An employee for the Queens district attorney’s office had constructed an explosive device to set off at the Kamway Lodge, a migrant shelter in Elmhurst, Queens, according to court documents.
Credit...Eduardo Munoz Alvarez/Associated Press

D.A. Employee Threatened to Blow Up Queens Migrant Shelter, Police Say

The employee, Derek Klever, told a witness that he was fed up with migrants partying at the shelter across from his apartment, according to court documents. “This is a war,” he said.

by · NY Times

An employee at the Queens district attorney’s office was accused on Thursday of threatening to detonate a device at a New York City migrant shelter after the police found explosive materials in his home, according to a complaint filed in Queens criminal court.

The employee, Derek Klever, told an unnamed witness last week that he was constructing an explosive device — by combining incendiary powders from fireworks with nail gun cartridges — to set off at a migrant shelter next to his apartment in Elmhurst, Queens, according to the complaint.

That person told the police that Mr. Klever said he was fed up with migrants “having a party at 8 in the morning” at the shelter, according to the complaint.

“This is a war,” Mr. Klever is said to have told the witness. “I wish I had a big enough one to blow them back to Venezuela.”

The police searched Mr. Klever’s home shortly after arresting him at his workplace on Tuesday. They found a BB gun in a child’s bedroom, as well as various fireworks, green wire and a vase filled with long nail cartridges and “a black substance,” both wrapped in tin foil, according to the complaint.

Mr. Klever was arraigned on Thursday and pleaded not guilty on charges of making a terroristic threat and criminal possession of a weapon, among other charges.

A spokesman for the Queens district attorney’s office, Brendan Brosh, confirmed that one of its employees had been “arrested and terminated,” adding that the investigation was “ongoing.”

Dennis Lemke, a lawyer for Mr. Klever, declined to comment on the charges, but said that his client remained in jail and planned to make bail over the weekend.

Mr. Klever, a paralegal, worked as a trial preparation assistant at the district attorney’s office, according to his LinkedIn profile. He graduated from Queens College in 2020, according to his profile, and in February 2023 joined the prosecutor’s office in Queens, where he had a $46,000 salary, according to The City Record.

The target of Mr.
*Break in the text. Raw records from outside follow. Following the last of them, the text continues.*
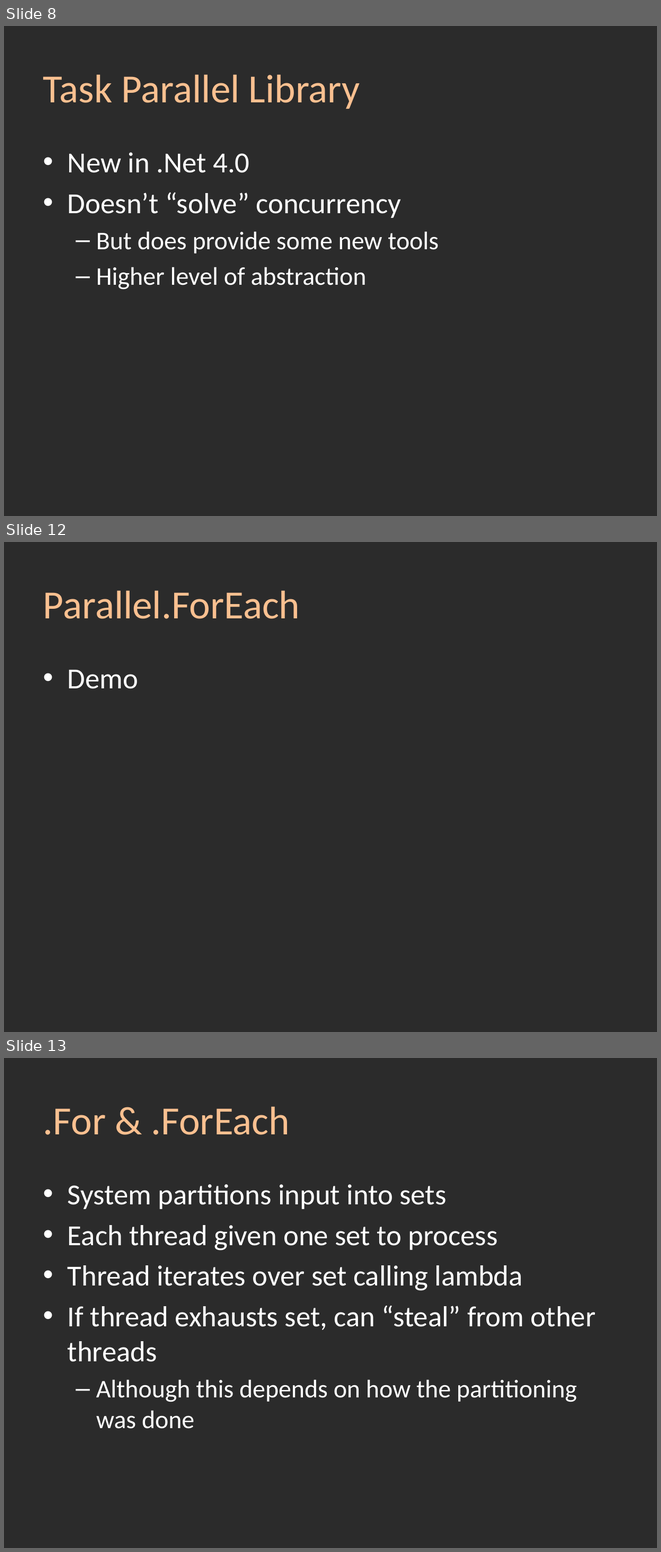
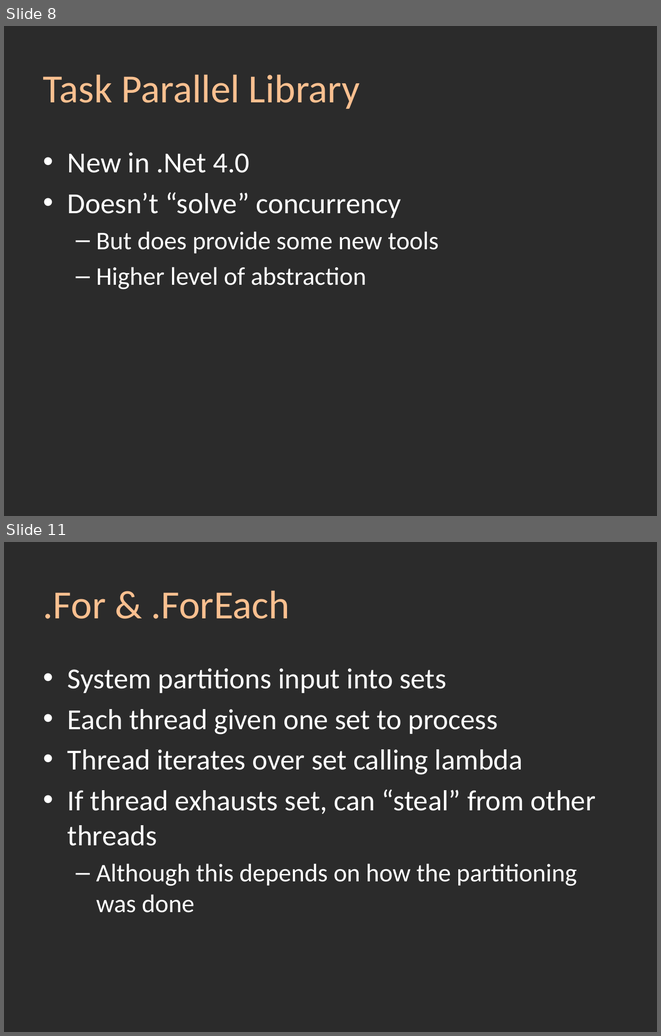
Before and after one commit to srstrong/DDDSW2010, a slide deck: Task Parallel Library.pptx. Shown one above the other, each under a label of ours: slides 8, 12 and 13 before the commit, slides 8 and 11 after it; the slides between them are not shown. The pictures are 661x1552 and 661x1036 pixels, drawn with LibreOffice and Linux fonts; fonts in the diff are those of the drawing; background and template pictures are left out; a plain dark background stands for a picture behind light text. Boxes give left, top, right and bottom in pixels: in the first picture for what was removed or moved away, otherwise in the second. Text is boxed around its words. In the diff, an @@ line names an element or a change of style, - is before the commit and + after.

```diff
--- a/Task Parallel Library.pptx
+++ b/Task Parallel Library.pptx
@@ slide 12 removed at (x1=4, y1=542, x2=657, y2=1032), background picture (left out) @@
@@ title removed at (x1=43, y1=590, x2=300, y2=619) @@
-Parallel.ForEach
@@ text removed at (x1=68, y1=670, x2=139, y2=689) @@
-• Demo
@@ what was slide 13 is now slide 11 @@
```
Also in this commit, not shown: 5 slides changed, 1 other slide removed, 9 other files.

Klever’s seemingly amateurish plan was the Kamway Lodge, a 12-room redbrick hostel that had been converted into a temporary migrant shelter.

Mr. Klever told the witness that he had been tinkering with the fireworks and that he was thinking of renting a drone he could use to drop an explosive, according to the complaint. Mr. Klever said that his intention was to maim, not kill, and that the migrants “should live in terror and fear every day,” the complaint said.

New York City currently houses over 60,000 migrants in more than 200 shelters across the city, including hotels, warehouses and once-empty office buildings. More than 210,000 asylum seekers, from as far as away Venezuela, China and Senegal, have sought shelter in the city since 2022 as crossings at the southern border have reached record highs.

Many were drawn to New York City because of its unique legal obligation to provide a bed to anyone who asks for one, a requirement known as “right to shelter.” City officials have projected that the cost of housing, feeding and providing services to migrants will cost more than $10 billion over three years.

The two-year-old migrant crisis has tested the openness of residents in a liberal bastion that has long prided itself on its reputation as a welcoming city. Migrant shelters have drawn protests and pushback in some neighborhoods where they have opened, and highly publicized crimes committed by migrants have fueled anti-immigrant rhetoric and raised fears among some New Yorkers.

In July, a Parks Department employee was accused of fatally shooting a 30-year-old Venezuelan migrant, Arturo Jose Rodriguez-Marcano, at a Brooklyn playground where migrants who were homeless had spent the night. The city employee, Elijah Mitchell, was charged with second-degree murder as a hate crime. Prosecutors said Mr. Mitchell had angrily confronted the migrants sleeping in the park before killing Mr. Rodriguez-Marcano.

Shayla Colon and William K. Rashbaum contributed reporting.